◆ TASK OBJECTIVE: Scan the listing below and copy every line holding "that".
+-------+
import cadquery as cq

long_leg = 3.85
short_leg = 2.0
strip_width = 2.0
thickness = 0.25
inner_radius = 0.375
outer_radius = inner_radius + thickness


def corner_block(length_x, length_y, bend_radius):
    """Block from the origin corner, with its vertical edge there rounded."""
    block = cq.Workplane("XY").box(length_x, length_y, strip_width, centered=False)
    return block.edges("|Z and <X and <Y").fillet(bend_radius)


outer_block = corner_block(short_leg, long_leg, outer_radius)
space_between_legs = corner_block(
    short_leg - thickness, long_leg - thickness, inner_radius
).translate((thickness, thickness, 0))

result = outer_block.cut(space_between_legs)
+-------+
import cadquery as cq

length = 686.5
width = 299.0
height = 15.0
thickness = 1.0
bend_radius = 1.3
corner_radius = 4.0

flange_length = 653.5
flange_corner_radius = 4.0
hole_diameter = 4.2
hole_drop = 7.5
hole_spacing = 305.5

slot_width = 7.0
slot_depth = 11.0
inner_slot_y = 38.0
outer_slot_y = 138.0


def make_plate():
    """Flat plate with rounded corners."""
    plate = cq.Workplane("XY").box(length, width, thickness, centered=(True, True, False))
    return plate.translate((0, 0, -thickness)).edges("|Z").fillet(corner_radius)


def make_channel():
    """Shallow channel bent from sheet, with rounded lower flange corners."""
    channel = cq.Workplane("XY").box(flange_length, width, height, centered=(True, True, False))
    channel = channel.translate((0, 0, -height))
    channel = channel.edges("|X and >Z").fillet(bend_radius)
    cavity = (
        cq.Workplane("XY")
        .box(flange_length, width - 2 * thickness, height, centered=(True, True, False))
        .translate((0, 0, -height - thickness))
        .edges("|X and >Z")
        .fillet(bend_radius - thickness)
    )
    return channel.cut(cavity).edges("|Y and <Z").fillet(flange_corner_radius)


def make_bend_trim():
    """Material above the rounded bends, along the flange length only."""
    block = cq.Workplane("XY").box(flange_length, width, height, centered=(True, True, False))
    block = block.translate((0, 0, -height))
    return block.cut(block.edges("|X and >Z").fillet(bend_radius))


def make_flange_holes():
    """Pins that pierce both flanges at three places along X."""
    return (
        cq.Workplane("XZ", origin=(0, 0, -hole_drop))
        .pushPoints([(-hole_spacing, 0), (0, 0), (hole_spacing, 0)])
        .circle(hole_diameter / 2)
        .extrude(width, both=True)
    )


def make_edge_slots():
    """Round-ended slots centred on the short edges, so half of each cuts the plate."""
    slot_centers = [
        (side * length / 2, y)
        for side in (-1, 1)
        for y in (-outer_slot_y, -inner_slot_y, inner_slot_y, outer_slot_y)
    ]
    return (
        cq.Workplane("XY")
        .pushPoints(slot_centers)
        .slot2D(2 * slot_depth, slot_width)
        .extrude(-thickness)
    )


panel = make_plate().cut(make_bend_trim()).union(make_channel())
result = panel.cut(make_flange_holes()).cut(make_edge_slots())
+-------+
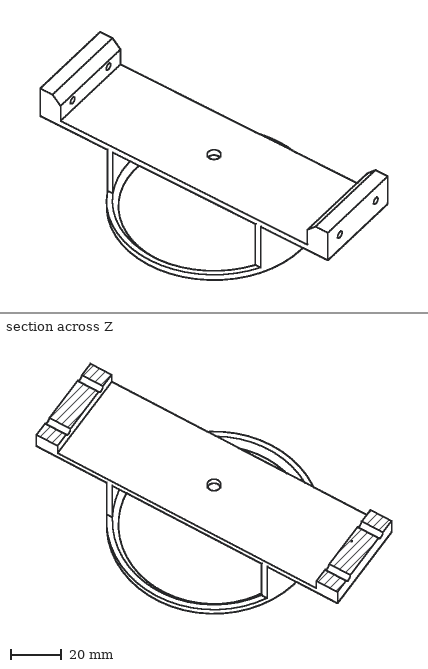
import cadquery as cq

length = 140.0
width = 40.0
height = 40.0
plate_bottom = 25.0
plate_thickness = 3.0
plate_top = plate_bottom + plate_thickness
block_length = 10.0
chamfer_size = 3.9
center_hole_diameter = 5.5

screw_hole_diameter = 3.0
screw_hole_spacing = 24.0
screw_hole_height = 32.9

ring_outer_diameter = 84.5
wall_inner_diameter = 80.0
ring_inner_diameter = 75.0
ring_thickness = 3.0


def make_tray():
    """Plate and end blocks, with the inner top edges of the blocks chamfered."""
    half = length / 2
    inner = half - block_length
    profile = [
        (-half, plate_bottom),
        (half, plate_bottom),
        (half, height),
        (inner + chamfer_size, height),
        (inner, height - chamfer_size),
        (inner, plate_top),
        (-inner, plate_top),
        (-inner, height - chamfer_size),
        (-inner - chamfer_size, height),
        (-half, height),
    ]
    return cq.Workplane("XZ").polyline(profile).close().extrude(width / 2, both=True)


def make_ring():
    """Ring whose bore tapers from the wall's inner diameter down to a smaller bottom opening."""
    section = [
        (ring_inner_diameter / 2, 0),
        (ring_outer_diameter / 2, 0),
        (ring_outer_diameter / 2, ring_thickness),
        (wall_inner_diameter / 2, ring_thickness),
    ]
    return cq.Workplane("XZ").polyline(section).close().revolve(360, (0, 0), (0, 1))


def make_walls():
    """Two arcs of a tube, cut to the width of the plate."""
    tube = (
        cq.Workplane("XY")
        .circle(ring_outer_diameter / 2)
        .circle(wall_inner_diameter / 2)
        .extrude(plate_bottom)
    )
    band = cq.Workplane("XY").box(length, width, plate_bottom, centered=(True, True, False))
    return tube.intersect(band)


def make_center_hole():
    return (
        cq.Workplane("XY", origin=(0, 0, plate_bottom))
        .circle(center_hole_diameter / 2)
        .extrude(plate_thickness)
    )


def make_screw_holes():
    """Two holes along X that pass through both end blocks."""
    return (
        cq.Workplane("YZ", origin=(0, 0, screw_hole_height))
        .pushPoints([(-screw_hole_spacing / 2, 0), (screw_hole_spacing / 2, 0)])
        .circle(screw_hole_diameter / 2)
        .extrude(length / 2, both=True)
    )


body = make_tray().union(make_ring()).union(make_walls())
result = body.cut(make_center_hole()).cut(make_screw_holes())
+-------+
◆ OUTPUT FOR THIS TASK:
    """Pins that pierce both flanges at three places along X."""
    """Two holes along X that pass through both end blocks."""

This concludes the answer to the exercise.